Oceniając materiał dowodowy Sąd Rejonowy nie dał wiary zeznaniom powoda oraz zeznaniom świadka M. F. (1) w zakresie, w jakim wskazali oni, iż W. Ż. dokonał rzetelnego, w ówczesnych warunkach, przeanalizowania warunków zawarcia umowy leasingu z KIM (...) Centrum (...). Przeczą takim twierdzeniom wiarygodne zeznania M. L. oraz złożony do akt sprawy wyciąg ze sprawozdania
z audytu wewnętrznego. Ponadto nie sposób, logicznie rozumując, dojść do wniosku, że W. Ż., jak sam zeznał, w sposób wyczerpujący dokonał analizy przedłożonych mu dokumentów, skoro, jak wykazano w wyniku audytu, w ciągu
2-3 godzin, przy użyciu wiadomości ogólnodostępnych w Internecie, można było zauważyć szereg nieścisłości, które winny poddać w wątpliwość rzetelność korzystającego i istnienie po jego stronie faktycznej możliwości wywiązania się
z zobowiązań, które nałożyła na niego umowa leasingu. W ocenie Sądu Rejonowego nie zasługiwały na wiarygodność te zeznania powoda, M. F. (1) i H. P., w których wskazywali oni, iż powód nie miał faktycznej możliwości wydania opinii negatywnej. Takie twierdzenia są sprzeczne
z logiką i z zasadami doświadczenia życiowego, a ponadto są niezgodne
z wiarygodnymi zeznaniami pozostałych świadków w tym zakresie. Nie sposób bowiem uznać za wiarygodne zeznań, z których wynika, iż osoba opiniująca zawarcie jakiejś umowy nie może jej zaopiniować negatywnie. W takiej sytuacji wątpliwym byłby sens zatrudniania takiej osoby, co w warunkach prowadzenia przez pozwanego działalności wolnorynkowej opartej na konkurencyjności i dążeniu do minimalizacji kosztów własnych oznacza, że strona pozwana nie zatrudniałaby powoda, gdyby jego opinie musiały być wyłącznie pozytywne. Dodatkowo, mając na względzie przedłożenie w sprawie zawarcia umowy leasingu z KIM (...) trzech opinii negatywnych sporządzonych przez inne działy, wydaje się być sprzecznym z zasadami doświadczenia życiowego przyjmowanie, że powód i jego dział byli zmuszeni do wydania opinii pozytywnej. Poza tym należało zwrócić uwagę, że powód z ramienia swojego działu uczestniczył w głosowaniu w przedmiocie zawarcia umowy z KIM (...). Nielogicznym byłoby przyjmować, iż mógł on oddać głos jedynie „za” zawarciem tej umowy, zwłaszcza w sytuacji, gdy inne działy głosowały „przeciw”, a więc poszczególne działy miały do tego prawo.

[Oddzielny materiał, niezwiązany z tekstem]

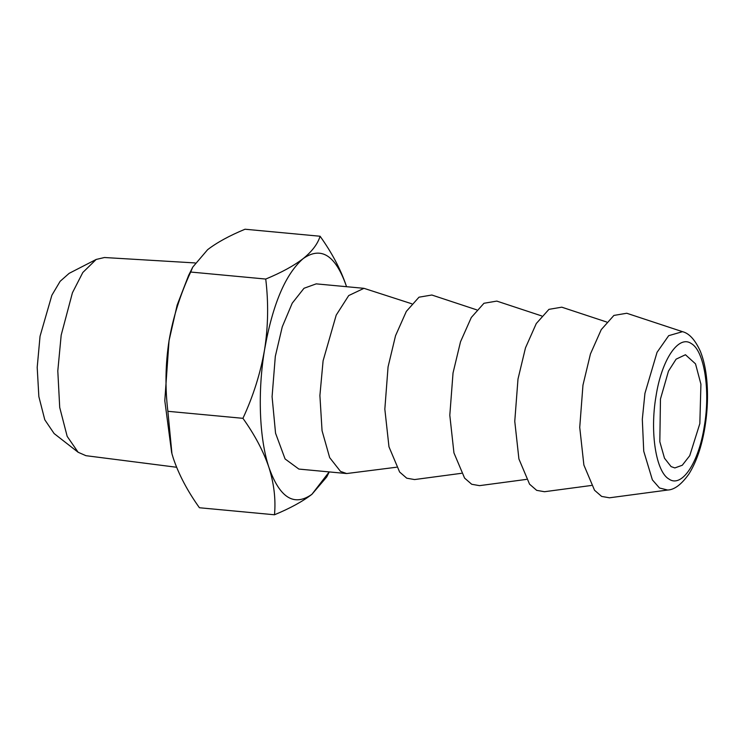 <?xml version="1.0" encoding="UTF-8"?>
<svg xmlns="http://www.w3.org/2000/svg" width="744" height="744" viewBox="0 0 744 744"><rect width="100%" height="100%" fill="white"/><g stroke="black" fill="none" stroke-linecap="round" stroke-linejoin="round"><path stroke-width="1.12" d="M78.139 452.268L54.126 433.557L44.789 419.783L38.855 396.617L37.2 367.378L40.046 336.242L51.857 295.284L60.134 281.316L69.118 273.364L96.181 259.442L82.817 272.49L72.438 292.755L61.185 335.126L57.8 370.931L59.715 407.47L67.174 436.365L78.139 452.268L85.923 455.681L176.598 467.26M699.834 423.624L700.922 384.192L695.519 363.853L685.447 354.739L676.119 359.157L668.475 371.117L660.458 399.035L659.826 441.731L664.485 458.202L671.097 466.609L674.855 467.93L682.267 465.26L689.735 455.7L699.834 423.624M195.133 262.939L104.458 257.517L96.181 259.442M171.687 452.845L164.796 400.691L169.037 340.706L177.137 305.124L188.576 275.494M667.684 490.036L609.466 497.801L601.645 496.425L594.53 490.25L583.882 465.037L579.734 427.4L582.961 385.141L590.448 353.949L601.245 329.629L613.902 315.428L626.736 313.252L682.499 331.675L668.689 335.674L657.054 352.321L644.936 393.362L642.314 419.272L643.737 451.227L652.386 479.88L659.51 488.008L667.684 490.036C674.427 489.775 681.513 484.418 688.925 473.984C696.431 461.968 701.769 446.363 704.94 427.186C707.535 411.041 708.158 395.352 706.791 380.11C705.758 369.015 703.629 359.436 700.392 351.382C695.175 339.896 689.214 333.331 682.499 331.675M320.097 236.248L245.036 229.226C229.422 235.69 216.95 242.507 207.623 249.677L192.77 267.087L190.678 272.034C180.243 294.605 173.027 317.493 169.037 340.706C165.41 364.244 165.029 387.773 167.874 411.302L171.948 453.784L173.408 458.564C178.895 474.746 187.572 491.142 199.429 507.752L274.49 514.774C275.885 499.438 274.043 483.684 268.956 467.502C263.469 451.32 254.792 434.933 242.935 418.323C253.286 396.031 260.502 373.144 264.576 349.652C268.203 326.402 268.584 302.873 265.738 279.056C281.353 272.602 293.824 265.785 303.161 258.614C312.071 251.416 317.716 243.967 320.097 236.248C331.936 252.821 340.613 269.216 346.118 285.436L346.518 286.7L346.118 285.436C335.312 255.034 320.99 246.097 303.161 258.614C285.436 274.099 272.583 304.445 264.576 349.652C257.526 391.856 259.256 438.495 268.956 467.502C279.753 497.903 294.075 506.841 311.903 494.323C302.594 501.484 290.123 508.301 274.49 514.774M190.678 272.034L265.738 279.056M167.874 411.302L242.935 418.323M329.248 471.919L326.756 476.913L311.903 494.323L329.183 471.91M591.368 485.469L544.496 491.719L536.675 490.352L529.561 484.177L518.912 458.964L514.764 421.318L517.991 379.059L525.478 347.876L536.275 323.547L548.933 309.355L561.766 307.179L606.658 322.012M346.639 473.547L298.865 469.073L285.082 458.946L275.55 433.194L272.081 396.692L275.317 356.357L282.264 326.821L292.215 303.199L303.998 288.281L316.2 283.864L363.965 288.328L348.713 295.563L336.204 315.121L323.091 360.821L319.901 395.529L322.05 430.674L329.676 457.634L340.492 471.389L346.639 473.547L396.459 467.232M526.399 479.396L479.527 485.646L471.705 484.27L464.591 478.094L453.942 452.882L449.804 415.245L453.031 372.977L460.508 341.794L471.305 317.474L483.963 303.273L496.797 301.097L541.688 315.93M411.758 303.775L363.965 288.328M461.429 473.314L414.566 479.564L406.745 478.197L399.621 472.022L388.973 446.809L384.834 409.163L388.061 366.904L395.538 335.711L406.336 311.392L418.993 297.191L431.827 295.015L476.718 309.848M656.003 396.254C649.745 432.273 655.994 472.003 669.051 479.117C681.792 488.111 698.69 462.842 704.289 426.405C710.557 390.395 704.298 350.666 691.25 343.542C678.5 334.558 661.602 359.826 656.003 396.254M188.576 275.485L192.761 267.087"/></g></svg>

Dokonując rozważań, Sąd Rejonowy, po szczegółowej analizie przesłanek z art. 45 kp oraz orzecznictwa Sądu Najwyższego w zakresie konkretności przyczyn wypowiedzenia oraz jego zasadności, doszedł do przekonania, że powództwo nie zasługuje na uwzględnienie. Wskazał, że zwykłym i podstawowym sposobem rozwiązania umowy o pracę jest wypowiedzenie umowy o pracę. Pozwany rozwiązując z powodem umowę o pracę z zachowaniem okresu wypowiedzenia zachował warunki formalne: wypowiedzenie zostało dokonane w formie pisemnej, powód został pouczony o prawie odwołania się do sądu, wskazano przyczynę rozwiązania umowy o pracę (art. 30 § 3, § 4, § 5 k.p.).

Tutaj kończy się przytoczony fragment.